Andrii Nakryiko <andrii.nakryiko@xxxxxxxxx> · Fri, 2 Dec 2022 15:43:24 -0800

On Wed, Nov 30, 2022 at 2:38 PM Alan Maguire <alan.maguire@xxxxxxxxxx> wrote:
>
> On 29/11/2022 17:01, Andrii Nakryiko wrote:
> > On Tue, Nov 29, 2022 at 5:51 AM Alan Maguire <alan.maguire@xxxxxxxxxx> wrote:
> >>
> <snip>>>> I really don't like this approach, even if *technically* it would
> >>> work. But even if so, it would add quite a bunch of size to BTF just
> >>> to self-describe it.
> >>>
> >>> Let's go again (and in more detail) over my alternative proposal I
> >>> briefly described in another email thread.
> >>>
> >>> So, what I'm proposing is similar in spirit and solves all the same
> >>> goals you have (and actually some more, I'll point this out below).
> >>> The only downside is that we'll need to, again, teach kernel to
> >>> understand this BTF format extension to allow kernel to use it (so we
> >>> still will need an opt-in flag for pahole, unfortunately, but
> >>> hopefully just this one time). That's pretty much the only downside.
> >>> But it's more compact, simpler and more straightforward, more elegant
> >>> (IMO), and it is easy for libbpf to sanitize it for old kernels.
> >>>
> >>> Ok, so it's pretty much completely described by these changes:
> >>>
> >>> --- a/include/uapi/linux/btf.h
> >>> +++ b/include/uapi/linux/btf.h
> >>> @@ -8,6 +8,21 @@
> >>>  #define BTF_MAGIC      0xeB9F
> >>>  #define BTF_VERSION    1
> >>>
> >>> +struct btf_kind_meta {
> >>> +       /* extra flags, initially define just one:
> >>> +        * 0x01 - required or optional (is it safe to skip if unknown)
> >>> +        */
> >>> +       __u16 flags;
> >>> +       __u8 info_sz;
> >>> +       __u8 elem_sz;
> >>> +};
> >>> +
> >>> +struct btf_metadata {
> >>> +       __u8 kind_meta_cnt;
> >>> +       __u32 :0;
> >>> +       struct btf_kind_meta[];
> >>> +};
> >>> +
> >>>  struct btf_header {
> >>>         __u16   magic;
> >>>         __u8    version;
> >>> @@ -19,6 +34,8 @@ struct btf_header {
> >>>         __u32   type_len;       /* length of type section       */
> >>>         __u32   str_off;        /* offset of string section     */
> >>>         __u32   str_len;        /* length of string section     */
> >>> +       __u32   meta_off;
> >>> +       __u32   meta_len;
> >>>  };
> >>>
> >>
> >> Ok, if we're going this route though, let's try to think through any
> >> other info we need to add so the format changes are a one-time thing.
> >> We should add flags too. One current use-case would be the
> >> "is this BTF standalone, or does it require base BTF?" [1]. Either using
> >> an existing value in the header flags field, or using the space for a flags
> >> field in  struct btf_metadata would probably make sense.
> >
> > Yes, it's a good idea. But instead of a flag, I wonder if we should
> > add some sort of "build ID" concept here, so that we can check
> > validity of base BTF as expected by split BTF?
> >
>
> I think that would be valuable; it would be great to be able
> to spot up-front an incompatibility between split and base
> BTF. Are you thinking a hash over the type and string sections
> or similar? Any such id shouldn't require actual BTF parsing
> I think, since a simple validation could occur absent actual

yep, I was thinking of just a simple CRC32 as a checksum algorithm?
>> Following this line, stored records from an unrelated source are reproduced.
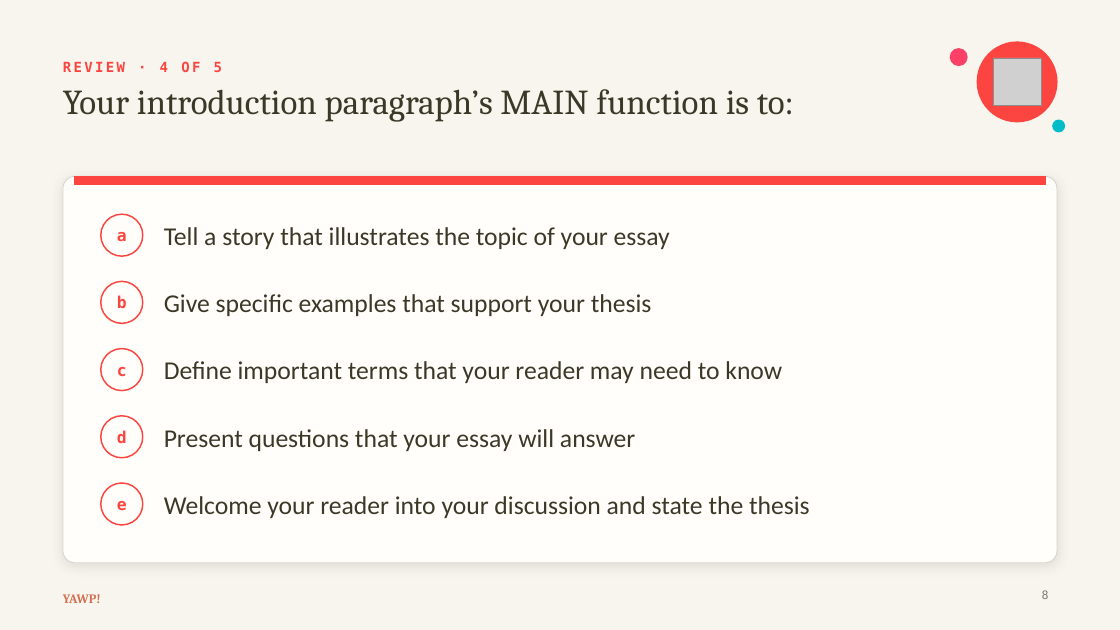
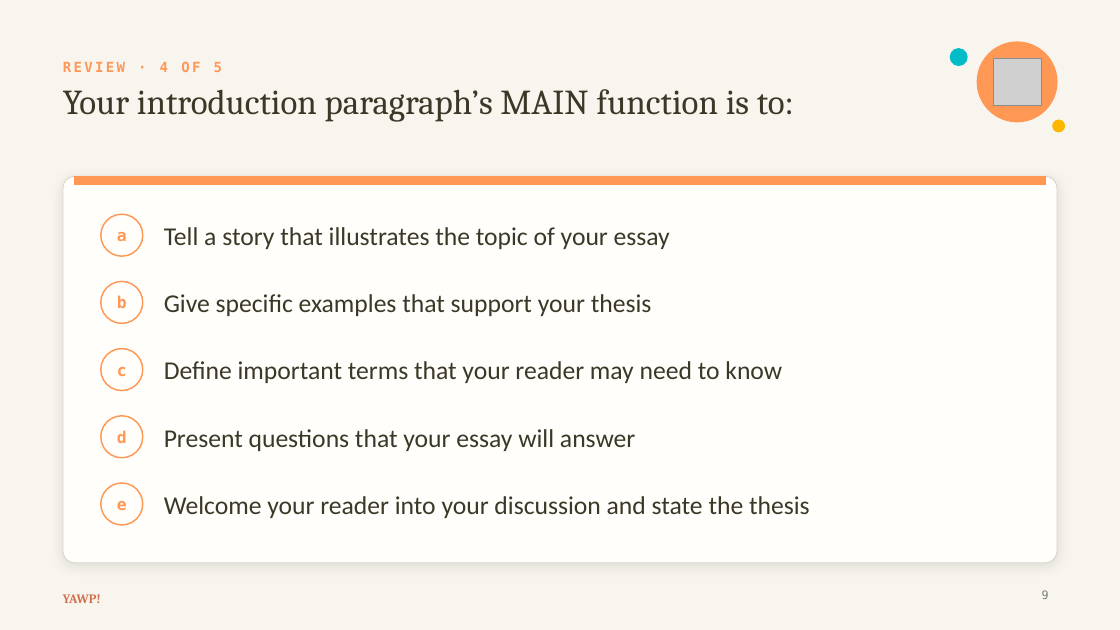
Before and after one commit to The-Connell-School/yawp, a slide deck: slide 9 of services/web-app/resources/thesis-essay-decks/lesson-5-body-paragraphs.pptx (slide 8 before the commit). Drawn at 1120x630 pixels with LibreOffice and Linux fonts; fonts in the diff are those of the drawing; grey boxes stand for pictures. Boxes give left, top, right and bottom in pixels: in the first picture for what was removed or moved away, otherwise in the second. Text is boxed around its words. In the diff, an @@ line names an element or a change of style, - is before the commit and + after.

```diff
--- a/services/web-app/resources/thesis-essay-decks/lesson-5-body-paragraphs.pptx
+++ b/services/web-app/resources/thesis-essay-decks/lesson-5-body-paragraphs.pptx
@@ ellipse at bbox=[950, 49, 967, 66]: fill #FC4067 to #02BDC7; outline #FC4067 1 pt to #02BDC7 1 pt @@
@@ ellipse at bbox=[977, 42, 1057, 122]: fill #FC4540 to #FF9755; outline #FC4540 1 pt to #FF9755 1 pt @@
@@ ellipse at bbox=[1053, 120, 1065, 132]: fill #02BDC7 to #FFB600; outline #02BDC7 1 pt to #FFB600 1 pt @@
@@ rectangle at bbox=[75, 176, 1045, 185]: fill #FC4540 to #FF9755; outline #FC4540 1 pt to #FF9755 1 pt @@
@@ text colour #FC4540 to #FF9755 in 6 elements at bbox=[63, 61, 222, 72], bbox=[117, 232, 127, 241], bbox=[117, 295, 127, 308], bbox=[117, 367, 127, 376], bbox=[117, 430, 127, 443], bbox=[117, 501, 127, 510] @@
@@ outline #FC4540 1.25 pt to #FF9755 1.25 pt in 5 elements at bbox=[101, 214, 143, 256], bbox=[101, 281, 143, 323], bbox=[101, 349, 143, 391], bbox=[101, 416, 143, 458], bbox=[101, 483, 143, 525] @@
```
Also in this commit, not shown: 20 other slides changed, 3 slides added, 22 other files.

> parsing of the base BTF object. Would we maintain an id
> for base and split BTF, or just record the base id in split BTF
> to validate the base? Not needing to recompute the base id
> each time for module BTF generation seems like it would make
> it worthwhile to record the BTF id of the current object as well
> as the id of the base object it is built upon.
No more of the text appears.